Description of the task:
Your answer should reproduce the full set of records exactly as given.

[Start of section]

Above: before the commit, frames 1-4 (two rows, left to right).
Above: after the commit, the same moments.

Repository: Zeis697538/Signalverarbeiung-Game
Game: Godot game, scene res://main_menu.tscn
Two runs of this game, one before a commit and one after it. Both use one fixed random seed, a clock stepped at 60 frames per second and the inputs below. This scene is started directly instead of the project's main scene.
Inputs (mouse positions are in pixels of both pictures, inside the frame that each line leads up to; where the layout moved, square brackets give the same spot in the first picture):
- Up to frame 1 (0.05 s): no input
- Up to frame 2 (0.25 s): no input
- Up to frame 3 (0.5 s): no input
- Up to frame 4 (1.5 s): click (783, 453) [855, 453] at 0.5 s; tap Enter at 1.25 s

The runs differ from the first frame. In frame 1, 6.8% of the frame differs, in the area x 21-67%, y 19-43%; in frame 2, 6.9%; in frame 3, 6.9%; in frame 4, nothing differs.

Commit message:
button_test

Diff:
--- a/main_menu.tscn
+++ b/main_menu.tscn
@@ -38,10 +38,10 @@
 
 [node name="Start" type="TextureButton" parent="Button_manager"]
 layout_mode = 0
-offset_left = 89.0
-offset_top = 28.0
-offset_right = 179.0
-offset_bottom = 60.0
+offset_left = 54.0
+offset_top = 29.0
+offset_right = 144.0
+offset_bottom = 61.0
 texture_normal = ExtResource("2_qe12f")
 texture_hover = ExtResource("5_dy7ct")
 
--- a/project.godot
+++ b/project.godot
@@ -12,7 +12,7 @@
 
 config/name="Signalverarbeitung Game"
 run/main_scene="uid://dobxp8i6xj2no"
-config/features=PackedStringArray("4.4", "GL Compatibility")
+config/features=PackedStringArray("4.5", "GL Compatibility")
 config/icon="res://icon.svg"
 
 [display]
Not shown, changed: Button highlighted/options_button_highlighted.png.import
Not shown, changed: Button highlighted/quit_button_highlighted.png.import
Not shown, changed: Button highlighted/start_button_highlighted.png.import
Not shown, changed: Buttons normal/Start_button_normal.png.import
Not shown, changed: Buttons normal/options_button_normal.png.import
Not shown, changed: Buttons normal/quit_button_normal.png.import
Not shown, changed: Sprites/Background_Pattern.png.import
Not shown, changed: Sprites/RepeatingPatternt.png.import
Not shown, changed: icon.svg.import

[End of section]

Result of the task:
Above: before the commit, frames 1-4 (two rows, left to right).
Above: after the commit, the same moments.

Repository: Zeis697538/Signalverarbeiung-Game
Game: Godot game, scene res://main_menu.tscn
Two runs of this game, one before a commit and one after it. Both use one fixed random seed, a clock stepped at 60 frames per second and the inputs below. This scene is started directly instead of the project's main scene.
Inputs (mouse positions are in pixels of both pictures, inside the frame that each line leads up to; where the layout moved, square brackets give the same spot in the first picture):
- Up to frame 1 (0.05 s): no input
- Up to frame 2 (0.25 s): no input
- Up to frame 3 (0.5 s): no input
- Up to frame 4 (1.5 s): click (783, 453) [855, 453] at 0.5 s; tap Enter at 1.25 s

The runs differ from the first frame. In frame 1, 6.8% of the frame differs, in the area x 21-67%, y 19-43%; in frame 2, 6.9%; in frame 3, 6.9%; in frame 4, nothing differs.

Commit message:
button_test

Diff:
--- a/main_menu.tscn
+++ b/main_menu.tscn
@@ -38,10 +38,10 @@
 
 [node name="Start" type="TextureButton" parent="Button_manager"]
 layout_mode = 0
-offset_left = 89.0
-offset_top = 28.0
-offset_right = 179.0
-offset_bottom = 60.0
+offset_left = 54.0
+offset_top = 29.0
+offset_right = 144.0
+offset_bottom = 61.0
 texture_normal = ExtResource("2_qe12f")
 texture_hover = ExtResource("5_dy7ct")
 
--- a/project.godot
+++ b/project.godot
@@ -12,7 +12,7 @@
 
 config/name="Signalverarbeitung Game"
 run/main_scene="uid://dobxp8i6xj2no"
-config/features=PackedStringArray("4.4", "GL Compatibility")
+config/features=PackedStringArray("4.5", "GL Compatibility")
 config/icon="res://icon.svg"
 
 [display]
Not shown, changed: Button highlighted/options_button_highlighted.png.import
Not shown, changed: Button highlighted/quit_button_highlighted.png.import
Not shown, changed: Button highlighted/start_button_highlighted.png.import
Not shown, changed: Buttons normal/Start_button_normal.png.import
Not shown, changed: Buttons normal/options_button_normal.png.import
Not shown, changed: Buttons normal/quit_button_normal.png.import
Not shown, changed: Sprites/Background_Pattern.png.import
Not shown, changed: Sprites/RepeatingPatternt.png.import
Not shown, changed: icon.svg.import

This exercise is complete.